Para sostener esta promesa de éxito y prosperidad es fundamental que el Estado -como voz pluridimensional que representa al todo nacional- dé algunos indicios, pistas aunque sean pobres y pueriles que demuestren que esto es posible. Así como la libertad de vender su fuerza de trabajo es una de las más importantes que poseen los súbditos, lo fundamental, entonces, es que existan fuentes de trabajo en que esa fuerza enorme pueda ser vendida. En un mundo en el que la abundancia es su lema ¿cómo es que se ha convertido la escasez en su hábito? Esta pregunta, los múltiples y amansados súbditos, no pueden hacérsela. Sospechar, aunque sea un segundo sospechar, sobre las imprudencias del sistema económico, es algo que todo Estado debe evitar como primera tarea.

Que todo el mundo trabaje es un capricho tan oneroso como quien piensa erradicar por completo las maleficencias de la pobreza. Las totalidades no suelen ser más que un ideario que en el mejor de los casos es un excelente artilugio discursivo y en el peor no es más que un boleto directo al más rotundo de los fracasos. Tanto la indigencia como la falta de trabajo son condiciones indispensables para que la riqueza y el trabajo sean celebrados. Si esto no fuera así, ¿cómo estableceríamos entonces las diferencias? ¿Cómo habría mujeres flacas en el mundo si no existiesen las gordas? ¿Cómo sentirse superior en un mundo en el que todos manejasen BMW? No tendría sentido. Los pobres, los gordos y las gordas, los locos y las locas, los anormales, los criminales, son tan importantes en nuestro mundo como la pimienta o la nuez moscada en una buena cena.

Cuando un grupo de hombres y mujeres han decidido adjudicarse el derecho de ser los mejores y gozar de los privilegios y prerrogativas que esa posición conlleva no basta sólo con afirmar esta obviedad hasta el paroxismo sino que también es necesario multiplicar a los peores y, llegado el caso, introducir el uso de la violencia para cumplimentar voluntades: que en la tabla raza de la geometría, los menos se sientan menos; que a los menos (siempre los más) los desbarranque la tristeza; que la culpa por su deformidad los obligue a los actos más atroces. El poder, sabio procedimiento, más que limpio debe saber mostrarse limpio. ¿A quién le gustaría dejarse gobernar por un pordiosero, por una cortesana de los suburbios, por un proxeneta de los barrios bajos? Si podemos decir que la capacidad de esconder la mugre es una de las cualidades más celebradas por los súbditos, también podemos agregar que cuanto más limpios, más lustrosos, más abrillantados sean sus amos, más limpios, más lustrosos, más abrillantados, se sentirán sus inferiores.

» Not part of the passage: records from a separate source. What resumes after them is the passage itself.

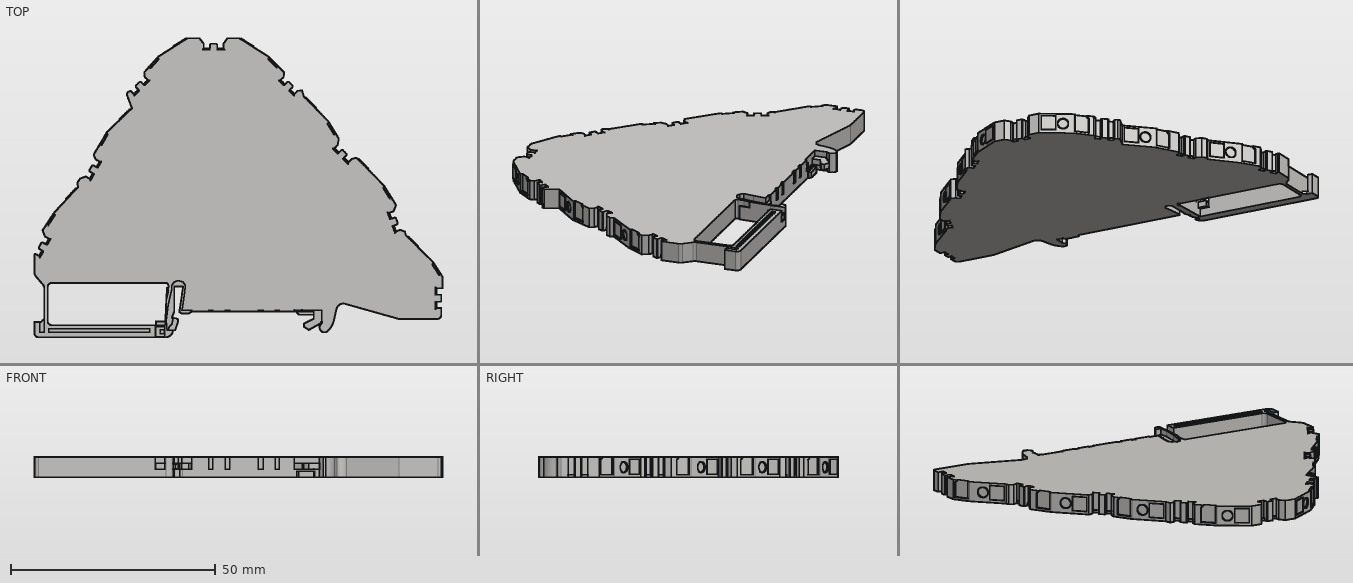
import cadquery as cq
import math

LENGTH = 100.0
HEIGHT = 73.3
THICK = 5.0

PLATE_TOP = 0.6
BLADE_BOTTOM = 2.05
BLADE_TOP = 3.5

SEAT_HALF = 2.4
RIB_HALF = 0.9
RIB_CHAMFER = 0.2
POCKET_DEPTH = 1.1
DEEP_DEPTH = 1.5
DEEP_HALF = 2.7
SKIN = 0.5

BOSS_START = 0.5
BOSS_LENGTH = 3.6
BOSS_HEIGHT = 0.2
BOSS_BOTTOM = 0.8
BOSS_TOP = 4.4
SCREW_DIAMETER = 2.6
SCREW_DEPTH = 0.4
SCREW_FROM_START = 5.9
SCREW_Z = 2.5
LEVER_START = 0.4
LEVER_LENGTH = 3.6
LEVER_DEPTH = 0.5
LEVER_CHAMFER = 0.7

BASE_Y = 6.3
RAIL_HOOK_TOP = 3.8
RAIL_END = 32.2
RAIL_CORNER = 1.0
WALL_LEFT = 2.4
WALL_TOP = 12.2
BODY_SIDE_BOTTOM = 16.0
WINDOW_LEFT = 3.3
WINDOW_RIGHT_TOP = 32.5
WINDOW_RIGHT_BOTTOM = 32.0
WINDOW_BOTTOM = 3.0
WINDOW_TOP = 13.3
WINDOW_FILLET = 1.0
WINDOW_STEP = 0.3
CORNER_FILLET = 0.6
WINDOW_LEDGE_TOP = 12.2

GAP_LEFT = 34.3
GAP_RIGHT = 36.4
GAP_TOP = 12.4
GAP_ROUND = 1.0
BRIDGE_TOP = 13.8
BRIDGE_OVERLAP = 0.3
TIP_TOP = 3.3

END_X = 99.7
END_BOTTOM = 4.5
END_CORNER = 0.9
END_CORNER_TOP = (END_X, END_BOTTOM + END_CORNER)

BASE_RECESS = 0.4
BASE_SLOTS = [(42.7, 43.7), (46.7, 47.8), (54.8, 56.0), (59.0, 60.0)]
LEFT_RECESS = (35.5, 38.6)
RIGHT_RECESS = (63.6, 70.4)
STOP_HEIGHT = 1.5

SLOT_BOTTOM = 4.5
CAVITY_FRONT = 1.2
HOOK_CAVITY_FLOOR = 0.7
LATCH_LEFT = 29.6
LATCH_CLEARANCE = 0.2

LEFT_TIERS = [
    ((37.6, HEIGHT), (30.4, 68.8), [(26.9, 64.9)], (25.3, 62.1), 135, [(22.9, 60.1), (22.6, 59.5)]),
    ((23.9, 56.1), (17.8, 50.3), [(14.5, 44.7)], (13.8, 41.5), 150, [(11.2, 38.9), (10.5, 37.8)]),
    ((10.7, 36.8), (4.9, 30.6), [(2.0, 26.2)], (1.4, 22.6), 150, [(0.0, 20.2)]),
]
RIGHT_TIERS = [
    ((50.1, HEIGHT), (57.3, 68.8), [(61.2, 64.9)], (62.8, 62.1), 45, [(65.6, 60.5), (66.0, 59.0)]),
    ((66.0, 59.0), (72.0, 52.9), [(74.6, 48.6)], (76.0, 45.4), 45, [(78.9, 44.0)]),
    ((78.9, 44.0), (85.6, 37.2), [(88.6, 32.4)], (88.8, 28.6), 20, [(90.8, 25.9), (91.0, 25.0)]),
    ((91.0, 25.0), (97.6, 18.5), [(LENGTH, 14.8), (LENGTH, 12.0)], (END_X, 9.6), 0, [END_CORNER_TOP]),
]
CROWN_NOTCH = (43.9, 71.9)
CROWN_ANGLE = 90
CROWN_LIPS = [(40.4, HEIGHT), (47.3, HEIGHT)]


def prism(points, bottom, top):
    """Polygon in XY extruded between two Z levels."""
    return cq.Workplane("XY").workplane(offset=bottom).polyline(points).close().extrude(top - bottom)


def block(left, right, front, back, bottom, top):
    return cq.Workplane("XY").box(right - left, back - front, top - bottom, centered=False).translate(
        (left, front, bottom)
    )


def placed(shape, point, outward_angle):
    """Move a shape built with +Y pointing outward at the origin onto a side of the body."""
    return shape.rotate((0, 0, 0), (0, 0, 1), outward_angle - 90).translate((point[0], point[1], 0))


def seat_ends(centre, outward_angle):
    """Seat ends in clockwise order around the body."""
    along = math.radians(outward_angle - 90)
    dx = SEAT_HALF * math.cos(along)
    dy = SEAT_HALF * math.sin(along)
    return [(centre[0] - dx, centre[1] - dy), (centre[0] + dx, centre[1] + dy)]


def body_outline():
    """Clockwise outline of the body above the base line."""
    left_side = []
    for start, knee, lips, centre, angle, corners in LEFT_TIERS:
        left_side += [start, knee, *lips, *reversed(seat_ends(centre, angle)), *corners]
    right_side = []
    for start, knee, lips, centre, angle, corners in RIGHT_TIERS:
        right_side += [start, knee, *lips, *seat_ends(centre, angle), *corners]
    crown = [CROWN_LIPS[0], *seat_ends(CROWN_NOTCH, CROWN_ANGLE), CROWN_LIPS[1]]
    points = list(reversed(left_side)) + crown + right_side
    return [p for i, p in enumerate(points) if i == 0 or p != points[i - 1]]


def plate():
    """Full-thickness profile: tiers, right foot, spring gap and foot rail."""
    outline = cq.Workplane("XY").moveTo(0, BODY_SIDE_BOTTOM)
    for point in body_outline():
        outline = outline.lineTo(*point)
    return (
        outline.threePointArc((99.4, 4.8), (END_X - END_CORNER, END_BOTTOM))
        .lineTo(89.2, END_BOTTOM)
        .lineTo(76.4, 8.1)
        .threePointArc((74.8, 8.0), (74.0, 6.9))
        .lineTo(73.4, 4.2)
        .threePointArc((72.8, 2.7), (71.4, 1.2))
        .lineTo(70.8, 1.2)
        .threePointArc((70.1, 1.7), (69.8, 2.7))
        .lineTo(70.4, 3.6)
        .lineTo(70.4, BASE_Y)
        .lineTo(36.2, BASE_Y)
        .threePointArc((35.7, 6.5), (35.6, 6.9))
        .lineTo(GAP_RIGHT, GAP_TOP)
        .threePointArc(((GAP_LEFT + GAP_RIGHT) / 2, GAP_TOP + GAP_ROUND), (GAP_LEFT, GAP_TOP))
        .lineTo(GAP_LEFT, BASE_Y)
        .lineTo(33.7, 4.8)
        .lineTo(34.0, 4.7)
        .lineTo(33.7, 3.3)
        .lineTo(32.9, 2.4)
        .lineTo(32.9, 1.8)
        .lineTo(34.0, 1.8)
        .threePointArc((33.5, 0.6), (RAIL_END, 0))
        .lineTo(RAIL_CORNER, 0)
        .threePointArc((0.3, 0.3), (0, RAIL_CORNER))
        .lineTo(0, RAIL_HOOK_TOP)
        .lineTo(1.6, RAIL_HOOK_TOP)
        .lineTo(WALL_LEFT, 4.5)
        .lineTo(WALL_LEFT, WALL_TOP)
        .threePointArc((2.3, 12.6), (2.1, 12.9))
        .lineTo(0.3, 15.0)
        .threePointArc((0.1, 15.4), (0, BODY_SIDE_BOTTOM))
        .close()
        .extrude(THICK)
    )


def window():
    corners = [
        (WINDOW_LEFT, WINDOW_BOTTOM),
        (WINDOW_RIGHT_BOTTOM, WINDOW_BOTTOM),
        (WINDOW_RIGHT_TOP, WINDOW_TOP),
        (WINDOW_LEFT, WINDOW_TOP),
    ]
    return prism(corners, 0, THICK).edges("|Z and <X").fillet(WINDOW_FILLET)


def notch_pockets(centre, angle):
    cut = None
    for side in (-1, 1):
        pocket = [
            (side * (RIB_HALF - RIB_CHAMFER), SKIN),
            (side * (RIB_HALF - RIB_CHAMFER), 0),
            (side * RIB_HALF, -RIB_CHAMFER),
            (side * RIB_HALF, -POCKET_DEPTH),
            (side * SEAT_HALF, -POCKET_DEPTH),
            (side * SEAT_HALF, SKIN),
        ]
        deep = [
            (side * RIB_HALF, -DEEP_DEPTH),
            (side * DEEP_HALF, -DEEP_DEPTH),
            (side * SEAT_HALF, -POCKET_DEPTH),
            (side * RIB_HALF, -POCKET_DEPTH),
        ]
        both = prism(pocket, 0, THICK).union(prism(deep, PLATE_TOP, THICK))
        cut = both if cut is None else cut.union(both)
    return placed(cut, centre, angle)


def face_frame(start, end, side):
    """Outward angle of the face; side is -1 on the left of the body and 1 on the right."""
    slope = math.degrees(math.atan2(end[1] - start[1], end[0] - start[0]))
    return slope + side * 90


def label_boss(start, knee, side):
    near = side * BOSS_START
    far = side * (BOSS_START + BOSS_LENGTH)
    boss = block(min(near, far), max(near, far), -SKIN, BOSS_HEIGHT, BOSS_BOTTOM, BOSS_TOP)
    return placed(boss, start, face_frame(start, knee, side))


def screw_recess(start, knee, side):
    recess = cq.Workplane("XZ", origin=(side * SCREW_FROM_START, SKIN, SCREW_Z)).circle(SCREW_DIAMETER / 2)
    return placed(recess.extrude(SCREW_DEPTH + SKIN), start, face_frame(start, knee, side))


def lever_pocket(knee, lip, side):
    near = side * LEVER_START
    far = side * (LEVER_START + LEVER_LENGTH)
    outline = [
        (near, PLATE_TOP),
        (far, PLATE_TOP),
        (far, THICK - LEVER_CHAMFER),
        (far - side * LEVER_CHAMFER, THICK),
        (near, THICK),
    ]
    pocket = cq.Workplane("XZ", origin=(0, SKIN, 0)).polyline(outline).close().extrude(LEVER_DEPTH + SKIN)
    return placed(pocket, knee, face_frame(knee, lip, side))


def tier_features(body, tiers, side):
    for start, knee, lips, centre, angle, _ in tiers:
        body = body.union(label_boss(start, knee, side))
        body = body.cut(screw_recess(start, knee, side))
        body = body.cut(lever_pocket(knee, lips[0], side))
        body = body.cut(notch_pockets(centre, angle))
    return body


def arm_recess():
    """Upper recess round the spring gap and over the spring arm."""
    outline = [
        (32.3, 4.1), (32.5, 2.0), (32.5, 1.8), (36.0, 1.8), (36.0, BASE_Y), (36.2, 6.8), (36.7, 10.1),
        (37.0, 12.7), (36.4, 13.6), (35.2, 13.9), (34.3, 13.6), (33.7, 12.8), (33.7, 11.9), (32.8, 8.0),
    ]
    return prism(outline, BLADE_TOP, THICK)


def window_step():
    """Widening of the window's top right corner, with a ledge left standing below the corner."""
    left = WINDOW_RIGHT_BOTTOM
    right = WINDOW_RIGHT_TOP + WINDOW_STEP
    outline = [(left, 9.5), (32.4, 9.5), (right, 11.1), (right, WINDOW_TOP), (left, WINDOW_TOP)]
    upper = prism(outline, BLADE_TOP, THICK)
    corner = block(left, right, WINDOW_LEDGE_TOP, WINDOW_TOP, 0, THICK)
    rounding = cq.selectors.NearestToPointSelector((right, WINDOW_TOP, THICK / 2))
    return upper.union(corner).clean().edges("|Z").edges(rounding).fillet(CORNER_FILLET)


def base_recesses(body):
    """Slots and shallow recesses in the base face, and the sloped pocket beside the claw."""
    for left, right in [*BASE_SLOTS, LEFT_RECESS, RIGHT_RECESS]:
        body = body.cut(block(left, right, BASE_Y - SKIN, BASE_Y + BASE_RECESS, BLADE_BOTTOM, THICK))
    left = RIGHT_RECESS[0]
    return body.cut(prism([(left, BASE_Y), (left, 7.8), (66.4, BASE_Y)], BLADE_BOTTOM, BLADE_TOP))


def blade_parts(body):
    """Pieces of the foot that lie between the two blade levels."""
    into_body = BASE_Y + SKIN
    left, right = LEFT_RECESS
    heel = [(left, into_body), (left, 6.2), (36.1, 5.8), (37.8, 5.8), (38.4, 6.2), (right, into_body)]
    claw = [
        (68.4, into_body), (68.4, 4.6), (66.0, 3.4), (66.0, 2.6), (67.2, 1.8), (69.9, 3.3),
        (70.5, 4.0), (70.5, into_body),
    ]
    for outline in (heel, claw):
        body = body.union(prism(outline, BLADE_BOTTOM, BLADE_TOP))
    bridge_left = GAP_LEFT - BRIDGE_OVERLAP
    bridge_right = GAP_RIGHT + BRIDGE_OVERLAP
    body = body.union(block(bridge_left, bridge_right, GAP_TOP, BRIDGE_TOP, BLADE_BOTTOM, BLADE_TOP))
    arm_tip = [(32.3, 1.7), (34.5, 1.7), (35.2, 3.8), (35.2, 4.4), (34.8, 4.7), (33.7, 4.8), (32.3, 4.8)]
    return body.union(prism(arm_tip, BLADE_BOTTOM, TIP_TOP))


def base_stop():
    """Low stop under the base, open to the bottom face."""
    inside = BASE_Y + SKIN
    return prism([(64.3, inside), (64.3, 6.0), (64.8, 5.5), (68.4, 5.5), (68.9, inside)], 0, STOP_HEIGHT)


def rail_cavities(body):
    body = body.cut(block(3.6, 28.3, CAVITY_FRONT, 2.1, SLOT_BOTTOM, THICK))
    return body.cut(block(1.3, WALL_LEFT, CAVITY_FRONT, 5.2, HOOK_CAVITY_FLOOR, THICK))


def latch(body):
    """Opening near the right end of the rail, holding a pierced latch and a tongue into the window."""
    right = WINDOW_RIGHT_BOTTOM
    inner_left = LATCH_LEFT + LATCH_CLEARANCE
    body = body.cut(block(LATCH_LEFT, right, 0, WINDOW_BOTTOM, BLADE_BOTTOM, THICK))
    pawl = block(inner_left, right, LATCH_CLEARANCE, 2.6, BLADE_BOTTOM, BLADE_TOP)
    pawl = pawl.cut(block(30.8, 31.8, 0.9, 1.9, BLADE_BOTTOM, BLADE_TOP))
    tongue = block(inner_left, RAIL_END, 2.9, 3.9, BLADE_BOTTOM, BLADE_TOP)
    return body.union(pawl).union(tongue)


result = plate().cut(window()).cut(notch_pockets(CROWN_NOTCH, CROWN_ANGLE))
result = tier_features(result, LEFT_TIERS, -1)
result = tier_features(result, RIGHT_TIERS, 1)
result = result.cut(arm_recess()).cut(window_step())
result = base_recesses(result)
result = blade_parts(result)
result = result.union(base_stop())
result = rail_cavities(result)
result = latch(result)

Ahora bien, ¿qué ocurre cuando la representación de este Señor Estado, sin abandonar las necesidades que lo obligan como representante de Estado capitalista, decide que la mejor manera de reproducir sus contradicciones es bajo una cierta producción de elementos nobles en sus partes más débiles? Se produce la hecatombe. Las capas más privilegiadas de la sociedad ven multiplicarse por doquier los atentados contra sus intereses. El orden de la mendicidad debe ser restablecido. El Estado debe abandonar su lugar como garantizador de fuentes de trabajo, de extensión de derechos, para retomar su clásico y celebrado rol de garantía de la escasez, de profundización de las distancias que hacen a las desigualdades, del sabotaje planificado al agrandamiento del espíritu que, según los mejores, los llamados peores no merecen.

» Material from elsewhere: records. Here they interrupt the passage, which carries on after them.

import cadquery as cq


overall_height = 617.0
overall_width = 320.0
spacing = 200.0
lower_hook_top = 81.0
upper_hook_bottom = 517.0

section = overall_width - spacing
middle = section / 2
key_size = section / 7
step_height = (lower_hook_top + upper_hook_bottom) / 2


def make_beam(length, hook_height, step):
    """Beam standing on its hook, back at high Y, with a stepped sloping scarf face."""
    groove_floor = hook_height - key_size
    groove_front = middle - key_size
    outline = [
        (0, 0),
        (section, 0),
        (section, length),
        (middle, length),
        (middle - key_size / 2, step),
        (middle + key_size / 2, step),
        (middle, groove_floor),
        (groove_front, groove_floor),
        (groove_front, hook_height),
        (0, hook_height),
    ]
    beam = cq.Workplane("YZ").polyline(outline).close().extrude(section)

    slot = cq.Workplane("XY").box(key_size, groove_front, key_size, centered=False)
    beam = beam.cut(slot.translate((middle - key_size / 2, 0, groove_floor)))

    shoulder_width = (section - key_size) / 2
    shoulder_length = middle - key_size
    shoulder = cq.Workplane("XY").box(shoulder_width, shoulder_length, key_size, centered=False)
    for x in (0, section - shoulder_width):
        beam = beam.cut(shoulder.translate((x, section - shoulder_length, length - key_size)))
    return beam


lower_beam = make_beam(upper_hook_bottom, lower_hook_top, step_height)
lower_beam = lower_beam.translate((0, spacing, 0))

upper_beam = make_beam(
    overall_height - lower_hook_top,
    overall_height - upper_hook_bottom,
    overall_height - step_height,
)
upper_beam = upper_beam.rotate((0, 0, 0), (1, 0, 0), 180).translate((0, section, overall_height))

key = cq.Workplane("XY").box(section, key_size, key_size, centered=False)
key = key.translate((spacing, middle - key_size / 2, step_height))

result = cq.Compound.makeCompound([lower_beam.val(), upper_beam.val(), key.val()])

La propuesta culinaria de Jonathan Swift es ciertamente descabellada. Su desmesura, sin embargo, no se debe a restricciones morales o de virtuosos comportamientos. Si bien al paladar los humanos pueden ser un manjar exquisito, en este mundo, pantanoso mundo, los pobres no se devoran por el simple hecho de que resultan mucho más importantes vivos que muertos. Como en una toma de rehenes, la pobreza es el síntoma que todo Estado precisa para la reproducción de sus condiciones más atroces. Y algunas veces, cuando algunos privilegios deben robustecerse, hasta es mejor la multiplicación de la miseria que su abatimiento. Oh, amos del universo, nosotros quisiéramos preguntarles, de una vez por todas, ¿qué sería de ustedes sin la presencia de los débiles?